Ce que les données suggèrent pour comprendre votre situation :

  • Question à se poser : Le guidage actuel de politique monétaire est-il focalisé sur les résultats d’inflation (cadre moderne) ou la croissance des agrégats (cadre legacy) ?
  • Données à surveiller : Taux fed funds (FEDFUNDS), anticipations d’inflation, et croissance M2 comme diagnostic secondaire.
  • Parallèle historique : L’expérience Volcker 1979-1982 a prouvé que le ciblage des agrégats pouvait fonctionner en principe mais à un coût opérationnel extrême — la volatilité des taux fut politiquement et économiquement destructrice.
  • Ce que la littérature documente : Goodhart (1975) sur la loi éponyme ; Bernanke et Mishkin (1992) sur le cas du ciblage d’inflation ; Issing (1997) sur le bilan du ciblage monétaire de la Bundesbank.

Il s’agit d’informations descriptives pour vous aider à structurer votre propre analyse. Eco3min ne fournit aucun conseil en investissement.

Aller plus loin

Questions fréquentes

Le ciblage monétaire a-t-il vraiment échoué ou est-il devenu démodé ?

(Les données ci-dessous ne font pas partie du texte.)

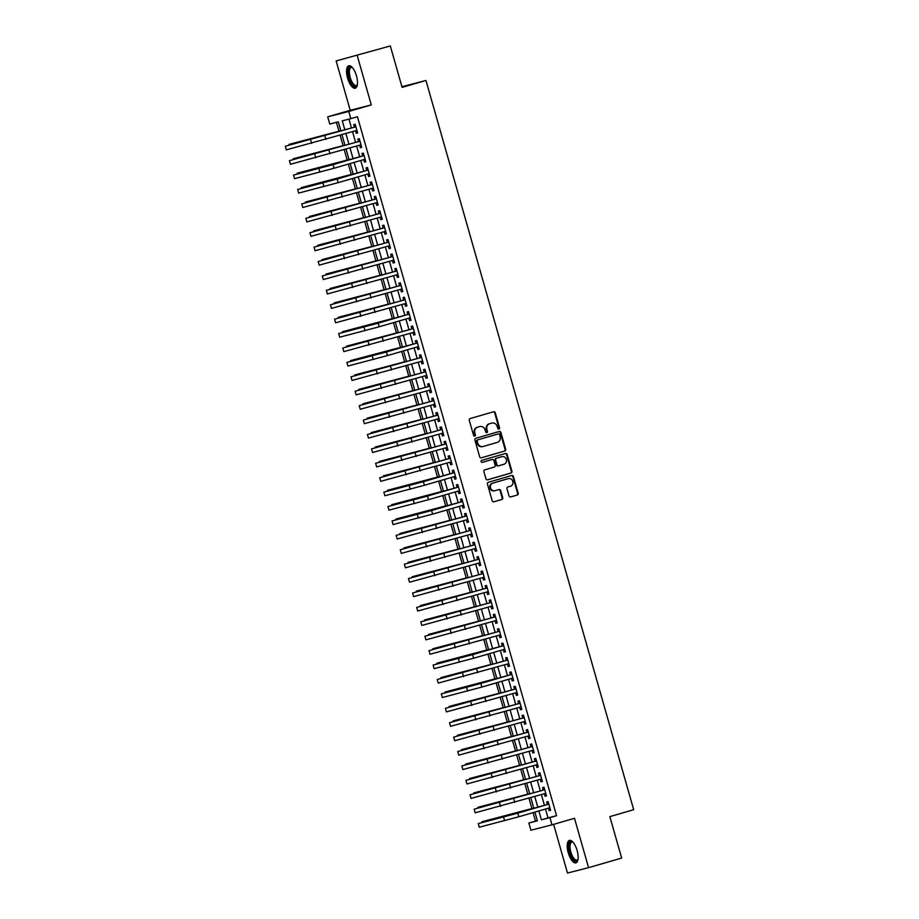 <?xml version="1.0" encoding="UTF-8"?>
<svg xmlns="http://www.w3.org/2000/svg" width="919" height="919" viewBox="0 0 919 919"><rect width="100%" height="100%" fill="white"/><g stroke="black" fill="none" stroke-linecap="round" stroke-linejoin="round"><path stroke-width="1.38" d="M498.925 429.093A1.034 0.942 75.7 0 0 499.557 427.829L495.272 412.803A1.47 1.356 75.7 0 0 493.572 411.769L470.183 418.559A1.47 1.356 75.7 0 0 469.287 420.351L473.561 435.376A1.034 0.942 75.7 0 0 474.755 436.1A1.034 0.942 75.7 0 0 475.387 434.848L474.836 432.906A4.71 4.331 75.7 0 1 477.696 427.174L479.649 426.6A4.71 4.331 75.7 0 1 485.094 429.92L485.657 431.873A1.034 0.942 75.7 0 0 487.472 431.344L486.921 429.391A4.71 4.331 75.7 0 1 489.781 423.659L491.734 423.096A4.71 4.331 75.7 0 1 497.179 426.416L497.742 428.357A1.034 0.942 75.7 0 0 498.925 429.093M498.603 429.116A1.034 0.942 75.7 0 0 498.983 427.978L494.709 412.953A1.47 1.356 75.7 0 0 493.216 411.873M474.434 436.134A1.034 0.942 75.7 0 0 474.813 434.997L474.836 432.906M486.519 432.631A1.034 0.942 75.7 0 0 486.898 431.482L486.921 429.391M577.121 850.489A11.694 4.584 -106.2 0 0 569.424 840.391A11.694 4.584 -106.2 0 0 568.241 852.752A11.694 4.584 -106.2 0 0 575.937 862.849A11.694 4.584 -106.2 0 0 577.121 850.489M356.469 75.852A11.694 4.584 -106.2 0 0 348.76 65.754A11.694 4.584 -106.2 0 0 347.577 78.115A11.694 4.584 -106.2 0 0 355.274 88.213A11.694 4.584 -106.2 0 0 356.469 75.852M509.023 495.881A1.47 1.356 75.7 0 0 510.723 496.926L517.282 495.019A1.47 1.356 75.7 0 0 518.178 493.227L513.434 476.536A1.47 1.356 75.7 0 0 511.722 475.491L488.334 482.28A1.47 1.356 75.7 0 0 487.438 484.072L492.193 500.763A1.47 1.356 75.7 0 0 493.894 501.808L501.82 499.499A1.47 1.356 75.7 0 0 502.716 497.707L500.683 490.574A1.47 1.356 75.7 0 0 498.983 489.528L495.054 490.677A3.94 3.619 75.7 0 1 490.482 487.84A3.94 3.619 75.7 0 1 492.894 483.107L508.299 478.638A3.94 3.619 75.7 0 1 512.859 481.464A3.94 3.619 75.7 0 1 510.447 486.208L507.885 486.944A1.47 1.356 75.7 0 0 506.989 488.736L509.023 495.881M545.484 809.03L548.011 817.887L556.558 815.704L549.941 817.634L551.986 824.837L530.918 830.225L528.862 823.01L537.408 820.828L534.915 812.097M390.322 45.95L336.147 60.941L390.322 45.95L402.12 87.385L425.957 80.47L633.685 809.708L609.848 816.623L621.658 858.059L588.562 867.662L574.501 818.301L551.986 824.837M336.147 60.941L350.208 110.303L371.287 104.915L357.227 55.554M371.287 104.915L348.772 111.452L350.828 118.654L342.282 120.837L344.878 129.947M556.558 815.704L357.445 116.736L350.828 118.654M504.749 451.022A1.47 1.356 75.7 0 0 505.657 449.23L500.901 432.539A1.47 1.356 75.7 0 0 499.189 431.505L475.801 438.294A1.47 1.356 75.7 0 0 474.905 440.086L479.661 456.777A1.47 1.356 75.7 0 0 481.361 457.811L504.186 451.172A1.47 1.356 75.7 0 0 505.082 449.38L500.327 432.688A1.47 1.356 75.7 0 0 498.833 431.608M487.415 479.844L510.447 473.17A1.47 1.356 75.7 0 0 511.343 471.378L506.587 454.675L507.162 454.537L511.917 471.229A1.47 1.356 75.7 0 1 511.021 473.021L487.633 479.81A1.47 1.356 75.7 0 1 485.921 478.776L483.888 471.631A1.47 1.356 75.7 0 1 484.784 469.839L494.273 467.082A1.47 1.356 75.7 0 0 495.169 465.29L493.825 460.545A1.47 1.356 75.7 0 0 492.124 459.511L482.245 462.383A1.034 0.942 75.7 0 1 482.211 462.383L482.245 462.383M507.162 454.537A1.47 1.356 75.7 0 0 505.461 453.492L481.682 460.396A1.034 0.942 75.7 0 0 482.211 462.383M553.617 824.366L567.482 873.05L588.562 867.662M355.504 130.808L356.204 133.289L357.629 132.922L355.171 124.272L353.746 124.639L354.458 127.155M359.605 145.225L360.305 147.695L361.73 147.339L359.272 138.689L357.847 139.045L358.571 141.572M363.706 159.63L364.418 162.112L365.842 161.744L363.373 153.094L361.948 153.462L362.672 155.989M367.818 174.047L368.519 176.517L369.943 176.161L367.485 167.511L366.061 167.878L366.773 170.394M371.919 188.452L372.632 190.934L374.056 190.566L371.586 181.916L370.162 182.284L370.885 184.811M376.032 202.869L376.733 205.339L378.157 204.983L375.699 196.333L374.274 196.7L374.986 199.216M380.133 217.275L380.834 219.756L382.258 219.388L379.8 210.75L378.375 211.106L379.087 213.633M384.234 231.691L384.946 234.173L386.371 233.805L383.901 225.155L382.476 225.523L383.2 228.038M388.346 246.108L389.047 248.578L390.472 248.222L388.013 239.572L386.589 239.928L387.301 242.455M392.447 260.514L393.148 262.995L394.573 262.627L392.114 253.977L390.69 254.345L391.414 256.872M396.548 274.93L397.261 277.4L398.685 277.044L396.215 268.394L394.791 268.762L395.515 271.277M400.661 289.336L401.362 291.817L402.786 291.449L400.328 282.799L398.903 283.167L399.616 285.694M404.762 303.752L405.474 306.222L406.899 305.866L404.429 297.216L403.004 297.584L403.728 300.099M408.875 318.158L409.575 320.639L411 320.272L408.541 311.633L407.117 311.989L407.829 314.516M412.976 332.575L413.676 335.056L415.101 334.688L412.642 326.038L411.218 326.406L411.93 328.922M417.077 346.991L417.789 349.461L419.213 349.094L416.744 340.455L415.319 340.811L416.043 343.338M421.189 361.397L421.89 363.878L423.314 363.51L420.856 354.86L419.432 355.228L420.144 357.755M425.29 375.814L425.991 378.283L427.415 377.927L424.957 369.277L423.533 369.645L424.256 372.161M429.391 390.219L430.103 392.7L431.528 392.333L429.058 383.683L427.634 384.05L428.357 386.577M433.504 404.636L434.205 407.106L435.629 406.749L433.171 398.099L431.746 398.467L432.458 400.983M437.605 419.041L438.317 421.522L439.741 421.155L437.272 412.516L435.847 412.872L436.571 415.399M441.717 433.458L442.418 435.939L443.843 435.572L441.373 426.921L439.96 427.289L440.672 429.805M445.818 447.875L446.519 450.344L447.944 449.977L445.485 441.338L444.061 441.694L444.773 444.222M449.919 462.28L450.632 464.761L452.056 464.394L449.586 455.744L448.162 456.111L448.886 458.638M454.032 476.697L454.733 479.167L456.157 478.81L453.699 470.16L452.274 470.528L452.987 473.044M458.133 491.102L458.834 493.583L460.258 493.216L457.8 484.566L456.375 484.933L457.099 487.461M462.234 505.519L462.946 507.989L464.371 507.633L461.901 498.983L460.476 499.35L461.2 501.866M466.347 519.924L467.047 522.406L468.472 522.038L466.013 513.399L464.589 513.755L465.301 516.283M470.448 534.341L471.16 536.822L472.584 536.455L470.114 527.805L468.69 528.172L469.414 530.688M474.56 548.758L475.261 551.228L476.685 550.86L474.215 542.221L472.791 542.578L473.515 545.105M478.661 563.163L479.362 565.644L480.786 565.277L478.328 556.627L476.904 556.994L477.616 559.51M482.762 577.58L483.474 580.05L484.899 579.694L482.429 571.044L481.005 571.4L481.728 573.927M486.875 591.985L487.575 594.467L489 594.099L486.542 585.449L485.117 585.817L485.829 588.344M490.976 606.402L491.676 608.872L493.101 608.516L490.643 599.866L489.218 600.233L489.942 602.749M495.077 620.807L495.789 623.289L497.213 622.921L494.744 614.283L493.319 614.639L494.043 617.166M499.189 635.224L499.89 637.706L501.314 637.338L498.856 628.688L497.432 629.055L498.144 631.571M503.29 649.63L504.003 652.111L505.427 651.743L502.957 643.105L501.533 643.461L502.256 645.988M507.391 664.046L508.104 666.528L509.528 666.16L507.058 657.51L505.634 657.878L506.358 660.393M511.504 678.463L512.205 680.933L513.629 680.577L511.171 671.927L509.746 672.283L510.459 674.81M515.605 692.869L516.317 695.35L517.742 694.982L515.272 686.332L513.847 686.7L514.571 689.227M519.717 707.285L520.418 709.755L521.843 709.399L519.384 700.749L517.96 701.117L518.672 703.632M523.819 721.691L524.519 724.172L525.944 723.804L523.485 715.154L522.061 715.522L522.785 718.049M527.92 736.108L528.632 738.577L530.056 738.221L527.586 729.571L526.162 729.939L526.886 732.454M532.032 750.513L532.733 752.994L534.157 752.627L531.699 743.988L530.274 744.344L530.987 746.871M536.133 764.93L536.845 767.411L538.258 767.043L535.8 758.393L534.376 758.761L535.099 761.277M540.234 779.346L540.946 781.816L542.371 781.449L539.901 772.81L538.477 773.166L539.2 775.693M544.347 793.752L545.047 796.233L546.472 795.865L544.014 787.215L542.589 787.583L543.301 790.11M348.967 119.137L351.495 128.017M352.54 131.67L355.607 142.434M356.641 146.087L359.708 156.839M360.742 160.492L363.809 171.256M364.854 174.909L367.922 185.672M368.956 189.314L372.023 200.078M373.068 203.731L376.124 214.495M377.169 218.136L380.236 228.9M381.27 232.553L384.337 243.317M385.383 246.958L388.45 257.722M389.484 261.375L392.551 272.139M393.585 275.792L396.652 286.556M397.697 290.197L400.764 300.961M401.798 304.614L404.865 315.378M405.911 319.019L408.966 329.783M410.012 333.436L413.079 344.2M414.113 347.841L417.18 358.605M418.225 362.258L421.293 373.022M422.326 376.675L425.394 387.439M426.427 391.08L429.495 401.844M430.54 405.497L433.607 416.261M434.641 419.903L437.708 430.666M438.754 434.319L441.809 445.083M442.855 448.725L445.922 459.489M446.956 463.142L450.023 473.905M451.068 477.558L454.135 488.322M455.169 491.964L458.236 502.727M459.27 506.38L462.337 517.144M463.383 520.786L466.45 531.55M467.484 535.203L470.551 545.966M471.596 549.608L474.652 560.372M475.697 564.025L478.765 574.789M479.798 578.442L482.866 589.194M483.911 592.847L486.978 603.611M488.012 607.264L491.079 618.027M492.113 621.669L495.18 632.433M496.226 636.086L499.293 646.85M500.327 650.491L503.394 661.255M504.439 664.908L507.495 675.672M508.54 679.313L511.607 690.077M512.641 693.73L515.708 704.494M516.754 708.147L519.821 718.911M520.855 722.552L523.922 733.316M524.956 736.969L528.023 747.733M529.068 751.374L532.135 762.138M533.169 765.791L536.236 776.555M537.282 780.197L540.338 790.96M541.383 794.613L544.45 805.377M548.448 808.169L549.16 810.638L550.584 810.282L548.115 801.632L546.69 802L547.414 804.516M336.434 122.33L338.973 131.256M340.122 135.277L343.086 145.673M344.223 149.682L347.187 160.078M348.324 164.099L351.288 174.495M352.436 178.504L355.4 188.912M356.538 192.921L359.501 203.317M360.65 207.338L363.602 217.734M364.751 221.743L367.715 232.139M368.852 236.16L371.816 246.556M372.965 250.565L375.928 260.962M377.066 264.982L380.029 275.378M381.167 279.387L384.131 289.795M385.279 293.804L388.243 304.2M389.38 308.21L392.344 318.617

Les deux, de manières différentes. L’expérience Volcker a brisé la forte inflation mais à un coût de volatilité extrême — les taux d’intérêt ont fluctué de 11 points de pourcentage en trois ans. Ce ne fut pas un échec en désinflation mais un échec en soutenabilité opérationnelle. Politiquement, la volatilité des taux était insoutenable. Opérationnellement, l’instabilité de la demande de monnaie signifiait que le cadre ne pouvait pas livrer de résultats consistants. Le basculement vers le ciblage d’inflation fut à la fois une reconnaissance d’échec et l’embrassement d’une alternative plus pratique.

Le ciblage monétaire pourrait-il mieux fonctionner aujourd’hui avec les données modernes ?

La capacité technique à suivre les agrégats est bien meilleure qu’en 1979, mais le problème sous-jacent — la loi de Goodhart et l’instabilité de la demande de monnaie — n’a pas été résolu. Si une banque centrale annonçait qu’elle revenait au ciblage monétaire, le système financier créerait probablement de nouveaux substituts pour l’agrégat ciblé en quelques années. Le revival monétariste des années 2010, suscité par le QE, ne s’est pas traduit en ciblage opérationnel. Même la poussée inflationniste 2020-2022 n’a pas produit d’appels sérieux au retour au ciblage des agrégats.

Qu’est-ce qui a remplacé les agrégats monétaires dans les cadres politiques modernes ?

La plupart des banques centrales opèrent maintenant dans un cadre de ciblage d’inflation utilisant les taux directeurs comme outil opérationnel principal. Le cadre inclut des cibles d’inflation (typiquement 2 %), un forward guidance sur les taux futurs, des opérations de bilan durant les épisodes de borne zéro, et des outils macroprudentiels pour la stabilité financière. Les agrégats monétaires demeurent dans la boîte à outils analytique mais comme signaux diagnostiques plutôt que cibles. La révision du cadre Fed 2020 a adopté le ciblage flexible d’inflation moyenne, conservant le focus inflation tout en ajoutant de la flexibilité pour les épisodes de borne zéro.